In Rodriguez v. Teitz Ctr. for Nursing Care, 84 N.Y.2d 841, the Court of Appeals concluded that "(i)n placing a 120 pound beam onto the ground from seven inches above his head with the assistance of three other co-workers, Rodriguez was not faced with the special elevation risks contemplated by the statute." Thus, as the plaintiff in Rodriguez was standing on the ground when injured, the facts are distinguishable from Keavey and Worden.
In Nieves v. Five Boro A.C. & Refrig. Corp., 93 N.Y.2d 914, the plaintiff was injured as he stepped from the bottom rung of a ladder and twisted his ankle as his foot touched the ground. Thus, the plaintiff was injured when he stepped to the ground, unlike Keavey and Worden, both of whom fell from an elevated surface.
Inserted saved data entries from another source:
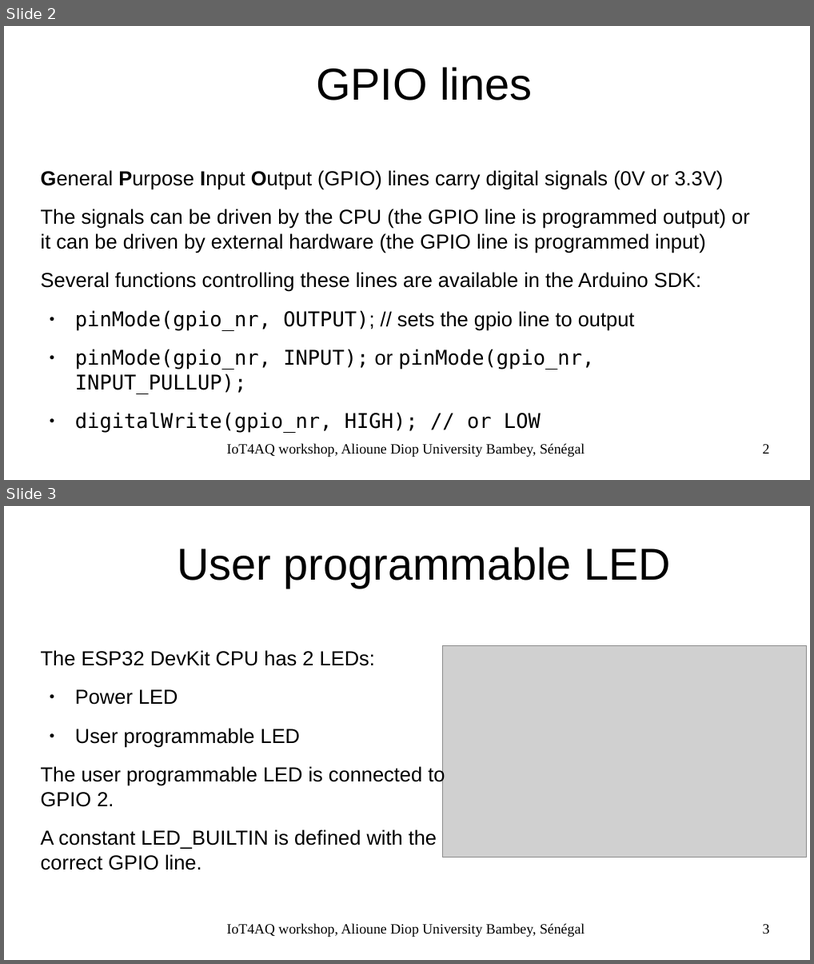
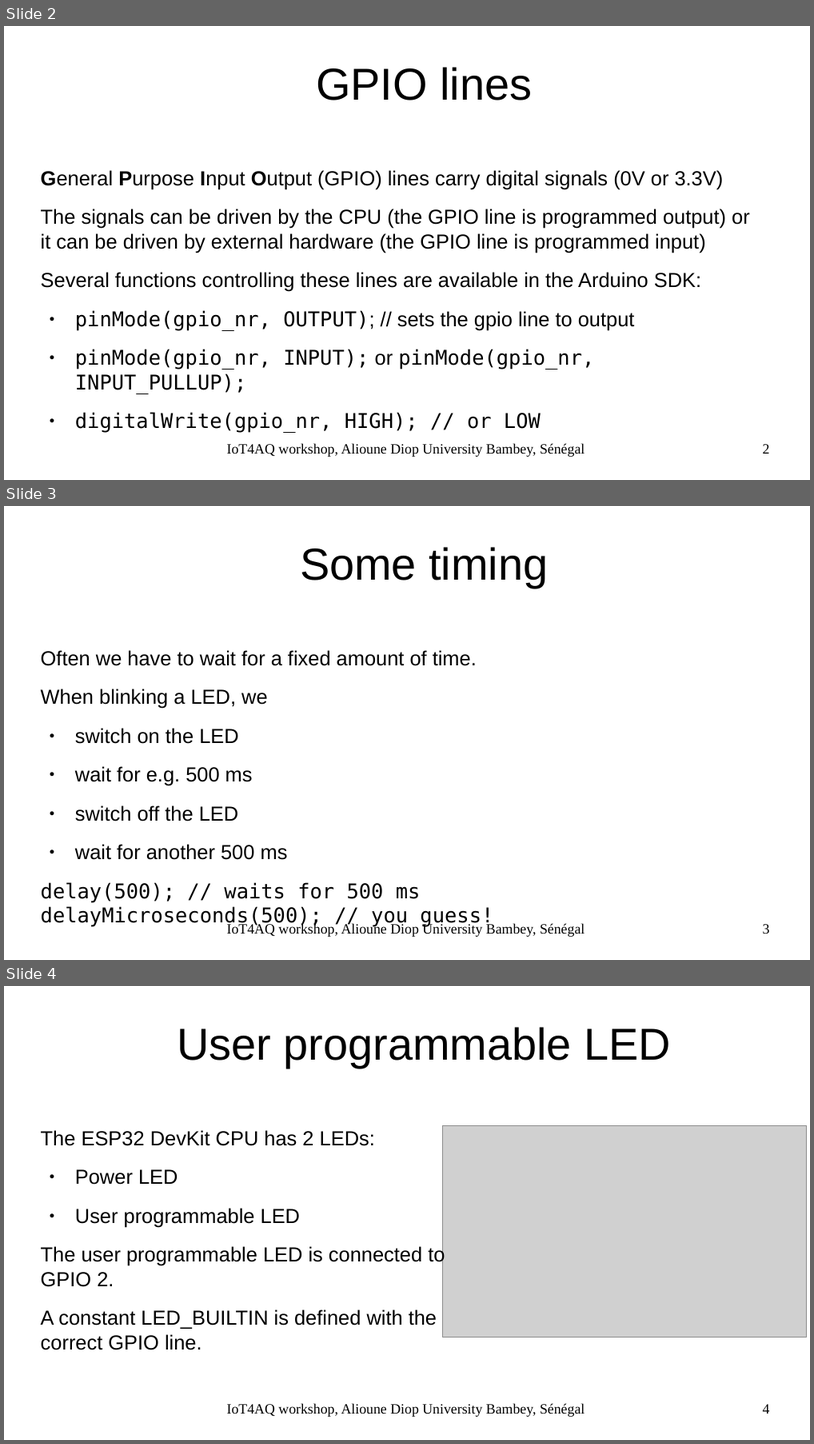
Before and after one commit to uraich/IoT4AQ, a slide deck: workshop/slides/iot4aq_gpio.odp. Shown one above the other, each under a label of ours: slides 2 and 3 before the commit, slides 2, 3 and 4 after it. The pictures are 814x964 and 814x1444 pixels, drawn with LibreOffice and Linux fonts; fonts in the diff are those of the drawing; grey boxes stand for pictures; background and template pictures are left out. Boxes give left, top, right and bottom in pixels: in the first picture for what was removed or moved away, otherwise in the second. Text is boxed around its words. In the diff, an @@ line names an element or a change of style, - is before the commit and + after.

```diff
--- a/workshop/slides/iot4aq_gpio.odp
+++ b/workshop/slides/iot4aq_gpio.odp
@@ slide 3 added at bbox=[4, 506, 810, 960], background #FFFFFF @@
@@ title added at bbox=[300, 547, 549, 588], 44 pt, text #000000 @@
+Some timing
@@ text added at bbox=[41, 650, 477, 903], 20 pt, text #000000 @@
+Often we have to wait for a fixed amount of time.
+When blinking a LED, we
+● switch on the LED
+● wait for e.g. 500 ms
+● switch off the LED
+● wait for another 500 ms
+delay(500); // waits for 500 ms
+delayMicroseconds(500); // you guess!
@@ text added at bbox=[227, 922, 585, 936], 14 pt, text #000000 @@
+IoT4AQ workshop, Alioune Diop University Bambey, Sénégal
@@ page number added at bbox=[763, 924, 770, 933], 14 pt, text #000000 @@
+3
@@ what was slide 3 is now slide 4 @@
@@ page number at bbox=[763, 1404, 770, 1413]: text changed @@
-3
+4
```
Also in this commit, not shown: 1 slide changed, 9 other files.

Finally, in Robinson v. East Med. Ctr., 17 A.D.3d 1027 (4th Dept.), the plaintiff was standing on a ladder which began to fall, but the plaintiff avoided falling by grabbing onto a hanger rod affixed to the ceiling, thus regaining his balance. In support of its conclusion that no Labor Law s. 240(1) liability existed since the plaintiff had not fallen from an elevated surface, the Fourth Department stated:
What is determinative of Labor Law § 240 (1) liability, in our view, is the fact that plaintiff here did not fall at all, whether from or at a height, meaning from any elevated work surface to a different and lower level. Rather, the record demonstrates as a matter of law that, immediately upon regaining his balance, plaintiff was standing at the same level at which he had been working before the incident. (Internal citations omitted and emphasis added.)
Thus, the underlying fact pattern in Robinson differed from Keavey and Wordon in that the plaintiff never fell from his perch on the ladder. Of even more significance, however, is that the Court's own language regarding Labor Law s. 240(1) liability in Robinson directly contravenes its holding in Keavey. The plaintiff in Keavey fell from an elevated surface to a lower level and thus liability pursuant to Labor Law s. 240(1) should have attached.
If one accepts that Keavey fell only up to his knees, then perhaps my argument is weakened somewhat. But, even with that fact pattern, Keavey still fell from an elevated surface to a lower level, thus making Labor Law s. 240(1) applicable.
I'm flummoxed by the Court's holding in Keavey. Perhaps I've missed an important element, or perhaps the record on appeal would shed some light on this decision. As it stands right now, I can't make heads or tails of this decision. Any and all insight from my faithful and knowledgeable readers would be greatly appreciated.